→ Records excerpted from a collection
::::
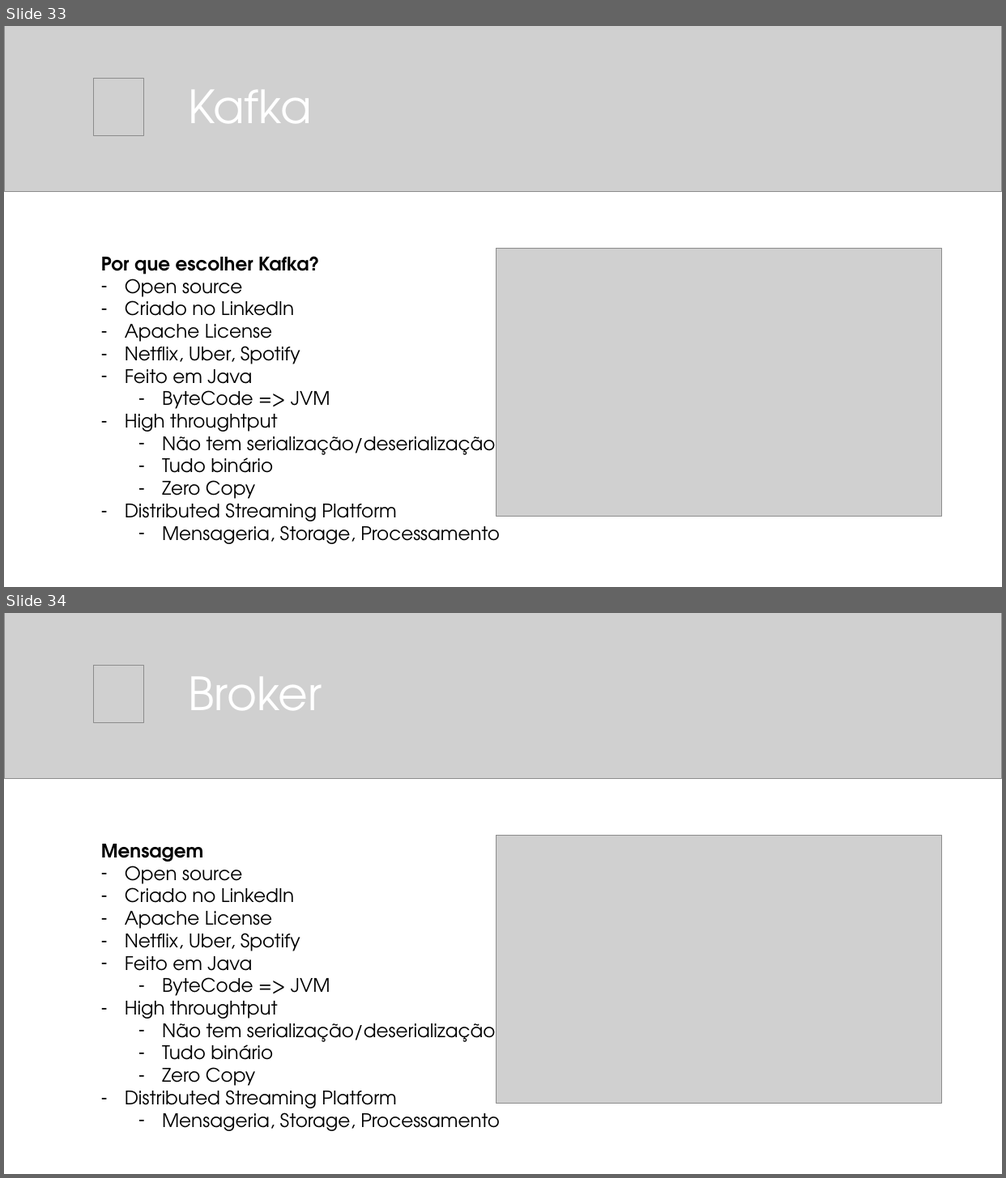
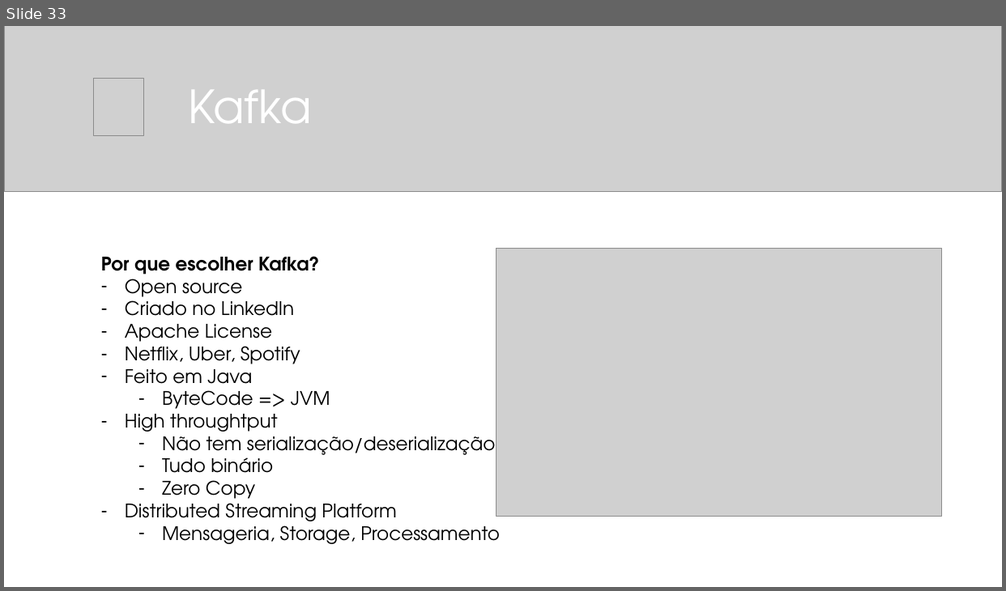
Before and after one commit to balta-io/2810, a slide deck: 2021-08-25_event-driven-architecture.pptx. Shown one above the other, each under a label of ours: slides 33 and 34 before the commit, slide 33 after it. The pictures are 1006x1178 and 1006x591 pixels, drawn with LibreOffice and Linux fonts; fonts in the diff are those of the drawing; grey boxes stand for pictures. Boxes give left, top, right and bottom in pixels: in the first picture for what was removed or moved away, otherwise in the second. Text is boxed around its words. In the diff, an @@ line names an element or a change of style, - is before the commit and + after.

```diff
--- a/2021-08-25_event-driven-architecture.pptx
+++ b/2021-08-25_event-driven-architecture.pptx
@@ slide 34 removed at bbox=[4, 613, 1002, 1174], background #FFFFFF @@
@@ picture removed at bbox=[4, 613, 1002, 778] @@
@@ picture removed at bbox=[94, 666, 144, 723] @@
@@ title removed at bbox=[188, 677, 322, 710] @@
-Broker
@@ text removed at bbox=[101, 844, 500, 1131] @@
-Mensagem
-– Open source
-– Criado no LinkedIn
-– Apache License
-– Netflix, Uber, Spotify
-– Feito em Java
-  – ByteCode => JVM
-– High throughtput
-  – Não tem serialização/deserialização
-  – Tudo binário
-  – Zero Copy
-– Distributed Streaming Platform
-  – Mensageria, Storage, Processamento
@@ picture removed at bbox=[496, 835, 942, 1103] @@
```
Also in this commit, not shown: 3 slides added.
::::
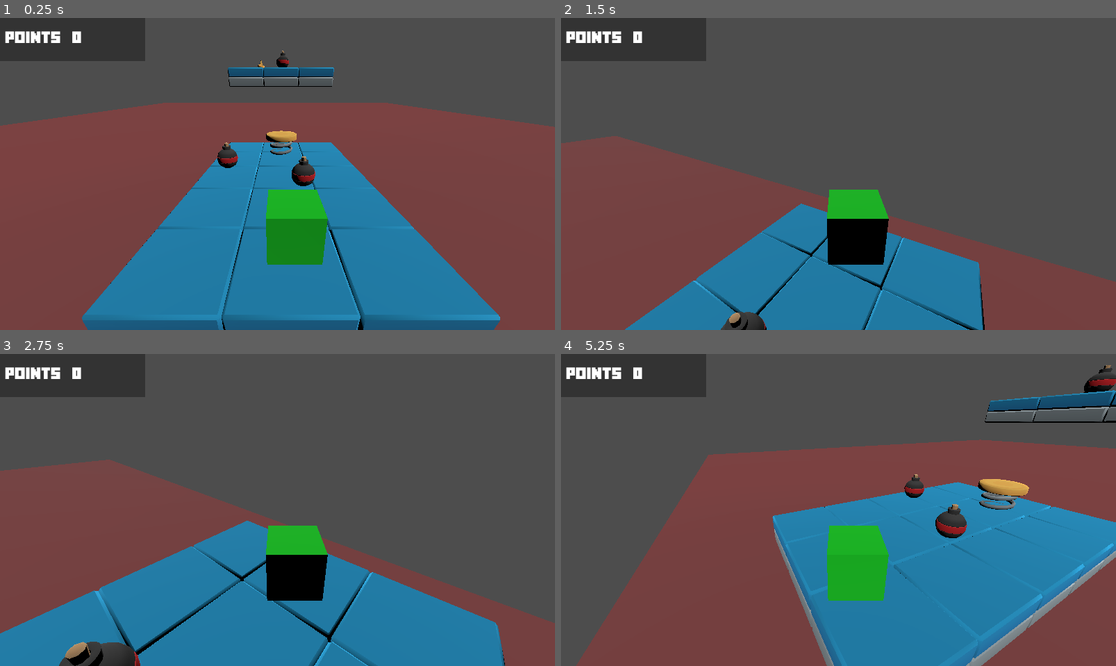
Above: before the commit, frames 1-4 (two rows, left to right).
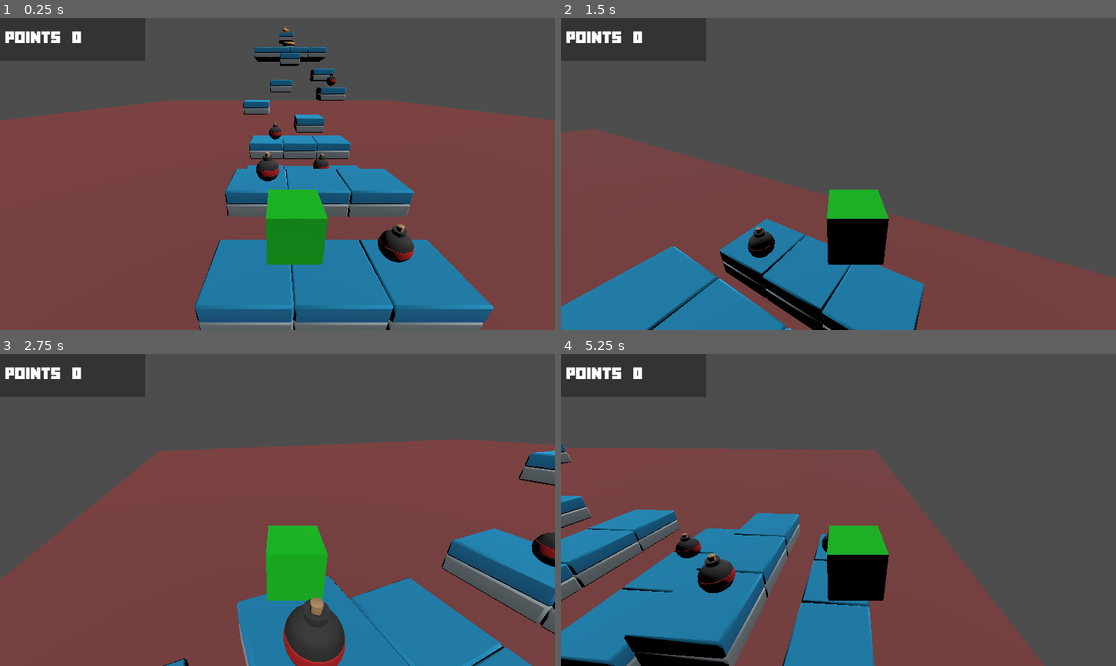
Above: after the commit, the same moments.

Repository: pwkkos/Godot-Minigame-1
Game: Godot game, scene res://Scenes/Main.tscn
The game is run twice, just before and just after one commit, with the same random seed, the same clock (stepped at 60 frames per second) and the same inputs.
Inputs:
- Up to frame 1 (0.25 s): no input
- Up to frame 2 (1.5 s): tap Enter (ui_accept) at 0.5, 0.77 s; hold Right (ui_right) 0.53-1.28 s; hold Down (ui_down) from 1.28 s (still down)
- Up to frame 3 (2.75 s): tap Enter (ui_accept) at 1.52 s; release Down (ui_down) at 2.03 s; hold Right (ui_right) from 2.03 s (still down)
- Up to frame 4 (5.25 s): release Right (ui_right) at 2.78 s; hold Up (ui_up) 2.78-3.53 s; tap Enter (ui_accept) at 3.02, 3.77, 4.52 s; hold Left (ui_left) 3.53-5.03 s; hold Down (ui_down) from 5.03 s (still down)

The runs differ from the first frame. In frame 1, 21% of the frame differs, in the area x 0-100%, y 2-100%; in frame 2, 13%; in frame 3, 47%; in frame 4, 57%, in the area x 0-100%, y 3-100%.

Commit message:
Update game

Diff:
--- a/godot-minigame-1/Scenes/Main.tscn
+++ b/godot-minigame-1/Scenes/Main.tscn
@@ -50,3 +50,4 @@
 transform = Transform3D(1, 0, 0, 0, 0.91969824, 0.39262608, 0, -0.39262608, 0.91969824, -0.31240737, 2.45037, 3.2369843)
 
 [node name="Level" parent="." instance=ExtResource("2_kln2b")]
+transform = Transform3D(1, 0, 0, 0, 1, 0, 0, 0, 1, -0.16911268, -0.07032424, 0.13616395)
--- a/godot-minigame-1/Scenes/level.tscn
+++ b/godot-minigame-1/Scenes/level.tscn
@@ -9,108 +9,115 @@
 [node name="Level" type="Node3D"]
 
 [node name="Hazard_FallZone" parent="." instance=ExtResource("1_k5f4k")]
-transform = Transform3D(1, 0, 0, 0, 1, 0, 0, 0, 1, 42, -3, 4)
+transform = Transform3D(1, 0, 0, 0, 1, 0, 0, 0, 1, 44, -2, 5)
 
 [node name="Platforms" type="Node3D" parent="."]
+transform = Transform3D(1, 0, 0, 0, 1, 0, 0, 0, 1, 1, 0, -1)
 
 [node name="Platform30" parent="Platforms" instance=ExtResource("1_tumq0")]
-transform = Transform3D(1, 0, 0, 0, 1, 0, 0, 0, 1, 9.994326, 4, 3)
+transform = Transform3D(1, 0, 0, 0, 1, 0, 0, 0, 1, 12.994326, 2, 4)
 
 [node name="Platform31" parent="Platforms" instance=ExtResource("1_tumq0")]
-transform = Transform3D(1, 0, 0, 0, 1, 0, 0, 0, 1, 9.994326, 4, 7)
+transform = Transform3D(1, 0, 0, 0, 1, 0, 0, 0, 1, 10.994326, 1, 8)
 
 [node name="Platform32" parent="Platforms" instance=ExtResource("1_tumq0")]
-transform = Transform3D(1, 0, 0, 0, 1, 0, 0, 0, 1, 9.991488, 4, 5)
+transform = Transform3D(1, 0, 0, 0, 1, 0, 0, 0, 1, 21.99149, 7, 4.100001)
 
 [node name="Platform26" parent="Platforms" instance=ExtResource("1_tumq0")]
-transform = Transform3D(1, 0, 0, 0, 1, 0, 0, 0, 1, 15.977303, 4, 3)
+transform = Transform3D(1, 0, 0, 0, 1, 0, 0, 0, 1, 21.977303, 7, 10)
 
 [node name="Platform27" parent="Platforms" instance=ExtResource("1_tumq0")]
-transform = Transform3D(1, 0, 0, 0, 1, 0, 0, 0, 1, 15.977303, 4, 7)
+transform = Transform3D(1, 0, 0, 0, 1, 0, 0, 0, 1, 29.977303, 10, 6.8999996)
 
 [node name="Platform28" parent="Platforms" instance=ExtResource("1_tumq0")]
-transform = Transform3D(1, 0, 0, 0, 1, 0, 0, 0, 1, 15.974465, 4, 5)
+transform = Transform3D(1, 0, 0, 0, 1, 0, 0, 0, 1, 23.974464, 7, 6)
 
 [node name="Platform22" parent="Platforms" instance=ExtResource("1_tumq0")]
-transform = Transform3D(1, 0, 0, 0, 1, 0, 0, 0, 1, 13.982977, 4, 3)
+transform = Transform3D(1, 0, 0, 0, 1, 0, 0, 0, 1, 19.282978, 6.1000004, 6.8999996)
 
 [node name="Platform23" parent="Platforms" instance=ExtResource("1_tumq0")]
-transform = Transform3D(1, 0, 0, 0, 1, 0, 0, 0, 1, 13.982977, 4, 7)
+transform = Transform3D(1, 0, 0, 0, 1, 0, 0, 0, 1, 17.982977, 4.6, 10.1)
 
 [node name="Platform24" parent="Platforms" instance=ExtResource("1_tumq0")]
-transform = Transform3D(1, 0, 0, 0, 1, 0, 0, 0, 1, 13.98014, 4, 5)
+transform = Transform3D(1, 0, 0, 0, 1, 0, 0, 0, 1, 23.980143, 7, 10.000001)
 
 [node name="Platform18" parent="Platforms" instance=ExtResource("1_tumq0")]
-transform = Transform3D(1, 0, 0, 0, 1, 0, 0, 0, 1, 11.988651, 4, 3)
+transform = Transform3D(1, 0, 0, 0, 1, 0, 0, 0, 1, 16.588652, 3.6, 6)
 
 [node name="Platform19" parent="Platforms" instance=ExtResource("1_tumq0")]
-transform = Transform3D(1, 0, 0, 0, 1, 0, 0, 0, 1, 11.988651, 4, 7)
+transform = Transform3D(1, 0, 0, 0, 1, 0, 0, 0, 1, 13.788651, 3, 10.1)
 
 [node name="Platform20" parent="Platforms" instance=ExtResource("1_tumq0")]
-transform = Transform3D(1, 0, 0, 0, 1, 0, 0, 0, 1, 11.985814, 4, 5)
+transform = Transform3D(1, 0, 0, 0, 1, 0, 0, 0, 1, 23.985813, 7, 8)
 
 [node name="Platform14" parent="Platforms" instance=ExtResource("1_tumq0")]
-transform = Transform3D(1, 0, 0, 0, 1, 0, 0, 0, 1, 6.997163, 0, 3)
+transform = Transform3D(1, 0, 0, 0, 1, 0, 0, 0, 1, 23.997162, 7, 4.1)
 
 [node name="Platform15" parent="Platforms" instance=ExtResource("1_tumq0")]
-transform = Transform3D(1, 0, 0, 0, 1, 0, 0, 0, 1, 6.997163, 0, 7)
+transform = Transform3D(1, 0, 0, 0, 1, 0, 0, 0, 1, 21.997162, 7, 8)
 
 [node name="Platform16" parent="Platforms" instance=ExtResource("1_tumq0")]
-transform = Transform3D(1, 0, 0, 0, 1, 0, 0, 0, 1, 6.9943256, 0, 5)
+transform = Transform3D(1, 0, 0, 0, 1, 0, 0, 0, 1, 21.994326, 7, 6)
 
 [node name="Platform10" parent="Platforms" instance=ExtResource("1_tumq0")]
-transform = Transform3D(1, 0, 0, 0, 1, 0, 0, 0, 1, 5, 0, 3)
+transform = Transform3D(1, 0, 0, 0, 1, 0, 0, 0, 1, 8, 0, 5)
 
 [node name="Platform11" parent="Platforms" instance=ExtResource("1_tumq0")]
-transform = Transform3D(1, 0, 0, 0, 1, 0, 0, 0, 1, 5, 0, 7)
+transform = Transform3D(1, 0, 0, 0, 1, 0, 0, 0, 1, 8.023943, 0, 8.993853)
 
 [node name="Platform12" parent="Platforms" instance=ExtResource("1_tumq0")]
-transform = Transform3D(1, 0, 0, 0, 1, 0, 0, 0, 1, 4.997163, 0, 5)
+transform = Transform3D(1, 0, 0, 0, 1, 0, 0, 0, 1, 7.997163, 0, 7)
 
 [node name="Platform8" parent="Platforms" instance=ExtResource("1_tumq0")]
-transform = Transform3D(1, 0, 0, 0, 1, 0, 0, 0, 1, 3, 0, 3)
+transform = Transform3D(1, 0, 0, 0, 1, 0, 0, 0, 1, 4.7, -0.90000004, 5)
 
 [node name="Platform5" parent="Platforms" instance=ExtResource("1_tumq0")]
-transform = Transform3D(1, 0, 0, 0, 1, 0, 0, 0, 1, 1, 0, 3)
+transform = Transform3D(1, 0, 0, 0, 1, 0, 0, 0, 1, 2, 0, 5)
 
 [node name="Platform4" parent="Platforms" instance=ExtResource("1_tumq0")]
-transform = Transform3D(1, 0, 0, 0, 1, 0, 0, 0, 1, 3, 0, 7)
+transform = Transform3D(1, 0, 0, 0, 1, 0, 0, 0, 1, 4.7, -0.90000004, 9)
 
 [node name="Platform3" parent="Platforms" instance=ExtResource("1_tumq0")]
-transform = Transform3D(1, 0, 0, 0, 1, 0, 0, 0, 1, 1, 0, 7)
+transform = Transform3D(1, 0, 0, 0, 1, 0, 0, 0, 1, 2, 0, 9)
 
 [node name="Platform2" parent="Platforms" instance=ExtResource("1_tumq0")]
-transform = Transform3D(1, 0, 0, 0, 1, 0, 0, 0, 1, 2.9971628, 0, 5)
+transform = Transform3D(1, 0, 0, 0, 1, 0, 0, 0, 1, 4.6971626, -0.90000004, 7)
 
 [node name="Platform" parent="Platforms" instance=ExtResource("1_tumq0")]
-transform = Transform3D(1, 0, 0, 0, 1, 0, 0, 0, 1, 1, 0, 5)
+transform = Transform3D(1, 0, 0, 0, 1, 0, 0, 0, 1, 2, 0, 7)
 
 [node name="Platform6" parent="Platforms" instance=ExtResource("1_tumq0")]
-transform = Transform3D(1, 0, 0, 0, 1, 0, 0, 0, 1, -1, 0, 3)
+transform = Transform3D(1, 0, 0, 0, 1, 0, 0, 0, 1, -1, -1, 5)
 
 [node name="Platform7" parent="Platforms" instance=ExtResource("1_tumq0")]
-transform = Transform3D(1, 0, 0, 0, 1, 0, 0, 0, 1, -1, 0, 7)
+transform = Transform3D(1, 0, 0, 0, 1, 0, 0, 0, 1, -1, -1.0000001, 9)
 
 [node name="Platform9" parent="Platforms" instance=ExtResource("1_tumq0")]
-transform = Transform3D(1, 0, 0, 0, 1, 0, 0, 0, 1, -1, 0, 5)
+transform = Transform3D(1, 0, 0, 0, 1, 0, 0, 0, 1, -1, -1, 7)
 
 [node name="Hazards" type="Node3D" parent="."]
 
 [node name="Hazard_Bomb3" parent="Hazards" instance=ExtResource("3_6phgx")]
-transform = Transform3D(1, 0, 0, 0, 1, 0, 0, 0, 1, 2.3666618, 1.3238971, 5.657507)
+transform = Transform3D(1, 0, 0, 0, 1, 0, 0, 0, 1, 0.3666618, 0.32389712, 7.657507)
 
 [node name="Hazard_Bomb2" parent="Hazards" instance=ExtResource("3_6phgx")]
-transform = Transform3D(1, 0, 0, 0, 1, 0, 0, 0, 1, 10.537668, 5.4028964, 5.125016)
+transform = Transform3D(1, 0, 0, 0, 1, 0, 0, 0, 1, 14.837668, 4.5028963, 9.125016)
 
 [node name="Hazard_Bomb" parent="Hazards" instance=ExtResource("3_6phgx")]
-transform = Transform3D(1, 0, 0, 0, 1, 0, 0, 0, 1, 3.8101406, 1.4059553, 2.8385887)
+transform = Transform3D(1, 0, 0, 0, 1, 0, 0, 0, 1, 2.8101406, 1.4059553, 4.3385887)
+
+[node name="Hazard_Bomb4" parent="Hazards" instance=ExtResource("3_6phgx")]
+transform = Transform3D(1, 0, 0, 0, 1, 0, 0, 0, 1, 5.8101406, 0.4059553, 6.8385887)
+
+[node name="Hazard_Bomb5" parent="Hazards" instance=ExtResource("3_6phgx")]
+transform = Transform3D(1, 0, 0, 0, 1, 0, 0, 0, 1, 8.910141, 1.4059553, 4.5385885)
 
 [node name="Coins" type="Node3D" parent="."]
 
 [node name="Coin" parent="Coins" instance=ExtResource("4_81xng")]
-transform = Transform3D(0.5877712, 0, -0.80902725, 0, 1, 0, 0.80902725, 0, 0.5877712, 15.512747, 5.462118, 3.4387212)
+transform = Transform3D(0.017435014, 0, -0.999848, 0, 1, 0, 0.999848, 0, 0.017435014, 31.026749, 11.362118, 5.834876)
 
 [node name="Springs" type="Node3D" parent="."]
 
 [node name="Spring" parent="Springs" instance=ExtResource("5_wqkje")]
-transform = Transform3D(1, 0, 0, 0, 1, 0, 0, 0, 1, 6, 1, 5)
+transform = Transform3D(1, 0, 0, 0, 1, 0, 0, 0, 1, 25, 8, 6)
::::
→ EXERCISE OBJECTIVE
Could you reproduce exactly the lines of the entries above, from the one with "The game is" through the one with "-0.31240737, 2.45037, 3.2369843)", and nothing else?

→ EXERCISE OUTPUT
The game is run twice, just before and just after one commit, with the same random seed, the same clock (stepped at 60 frames per second) and the same inputs.
Inputs:
- Up to frame 1 (0.25 s): no input
- Up to frame 2 (1.5 s): tap Enter (ui_accept) at 0.5, 0.77 s; hold Right (ui_right) 0.53-1.28 s; hold Down (ui_down) from 1.28 s (still down)
- Up to frame 3 (2.75 s): tap Enter (ui_accept) at 1.52 s; release Down (ui_down) at 2.03 s; hold Right (ui_right) from 2.03 s (still down)
- Up to frame 4 (5.25 s): release Right (ui_right) at 2.78 s; hold Up (ui_up) 2.78-3.53 s; tap Enter (ui_accept) at 3.02, 3.77, 4.52 s; hold Left (ui_left) 3.53-5.03 s; hold Down (ui_down) from 5.03 s (still down)

The runs differ from the first frame. In frame 1, 21% of the frame differs, in the area x 0-100%, y 2-100%; in frame 2, 13%; in frame 3, 47%; in frame 4, 57%, in the area x 0-100%, y 3-100%.

Commit message:
Update game

Diff:
--- a/godot-minigame-1/Scenes/Main.tscn
+++ b/godot-minigame-1/Scenes/Main.tscn
@@ -50,3 +50,4 @@
 transform = Transform3D(1, 0, 0, 0, 0.91969824, 0.39262608, 0, -0.39262608, 0.91969824, -0.31240737, 2.45037, 3.2369843)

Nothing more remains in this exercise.